И любовь вот тоже – она текла сквозь пальцы бесконечным золотым песком, но ухватить ее, стиснуть в кулаке было нельзя. Как странно, любовь была в Иве – и любовь ей не подчинялась. Она хотела забыть Даниила, выкинуть его из головы, растоптать самую память о нем – и не могла.
Было только одно средство, которое помогло бы ей овладеть красотой окружающего мира, которое усмирило бы ее тоску. Это средство – ответная любовь Даниила. Если бы Даниил Михайловский любил ее, то она, Ива, смогла бы в полной мере насладиться этим летним вечером, она вообще бы смогла все! Они вдвоем усмирили бы время и пространство, рука об руку ушли бы в вечность, стали бы бессмертными… Только разделенная любовь могла спасти Иву.
Но ее, этой разделенной любви, не было.
– Ива!
Она вздрогнула, открыла глаза. По саду шел Толик Прахов.
– Привет… – равнодушно сказала Ива.
– Добрый вечер.

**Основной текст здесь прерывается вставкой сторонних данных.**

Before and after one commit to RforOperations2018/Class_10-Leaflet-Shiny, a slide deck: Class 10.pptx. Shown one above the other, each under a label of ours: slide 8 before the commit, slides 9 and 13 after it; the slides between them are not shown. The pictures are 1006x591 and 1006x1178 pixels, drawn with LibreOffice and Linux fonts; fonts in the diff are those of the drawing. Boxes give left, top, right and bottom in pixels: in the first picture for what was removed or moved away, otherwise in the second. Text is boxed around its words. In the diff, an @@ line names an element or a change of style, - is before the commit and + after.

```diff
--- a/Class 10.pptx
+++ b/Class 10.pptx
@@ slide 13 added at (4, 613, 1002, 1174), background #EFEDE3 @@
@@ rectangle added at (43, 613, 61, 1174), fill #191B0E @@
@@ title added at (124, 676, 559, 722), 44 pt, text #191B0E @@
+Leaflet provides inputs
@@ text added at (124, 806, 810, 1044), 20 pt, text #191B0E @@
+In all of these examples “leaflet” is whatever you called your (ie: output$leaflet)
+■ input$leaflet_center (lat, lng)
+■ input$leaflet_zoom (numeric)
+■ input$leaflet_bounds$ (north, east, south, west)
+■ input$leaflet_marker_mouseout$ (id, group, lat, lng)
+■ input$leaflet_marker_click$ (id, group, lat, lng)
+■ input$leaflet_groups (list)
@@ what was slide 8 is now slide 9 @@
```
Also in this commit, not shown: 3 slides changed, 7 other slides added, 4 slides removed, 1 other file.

Слушай, ты Еву видела?
– Видела.
– А я сейчас к ней звонил в дом – никого… Мама сказала, что она заходила к нам, искала меня.
– Наверное, твоя Ева снова в Москву умчалась… – холодно уронила Ива.
– Ой, что было! – огорченно и в то же время весело вздохнул Толик. – Она же с мамашей моей в пух и прах разругалась. Мамаша «Скорую» себе вызывала…
– Да ты что! – вздрогнула Ива. – Эта дрянь посмела потревожить Веру Ивановну?.. Больного человека чуть не уморила?..
Прахов посмотрел на Иву какими-то странными глазами – словно та говорила несусветные глупости. Потом сел с ней рядом на ступеньки.
– Ива… Ива, эта женщина – Ева, сказала моей матери то, что я ей всю жизнь боялся сказать.
– О чем ты?
– О том, что моя мамаша здорова! Все ее выдуманные болезни – как индульгенция ее бесполезной жизни!
– А «Скорая»? – осторожно спросила Ива.
– Да не было у мамаши никакого инфаркта! Давление немного подскочило, и только… Я вот теперь думаю – зачем Ева меня искала?
Ива отсела от Прахова подальше.
– Ева, Ева… Далась вам всем эта Ева! Я просто не понимаю, что в ней находят мужчины, – с раздражением сказала она.
– Она настоящая, – подумав, ответил Прахов.
– Какая?.. Ой, не смеши меня, Толик! Эта ваша Ева – вроде сока из химического порошка… Цвет, запах, вкус! А на деле – одни консерванты да подсластители. Она насквозь искусственная.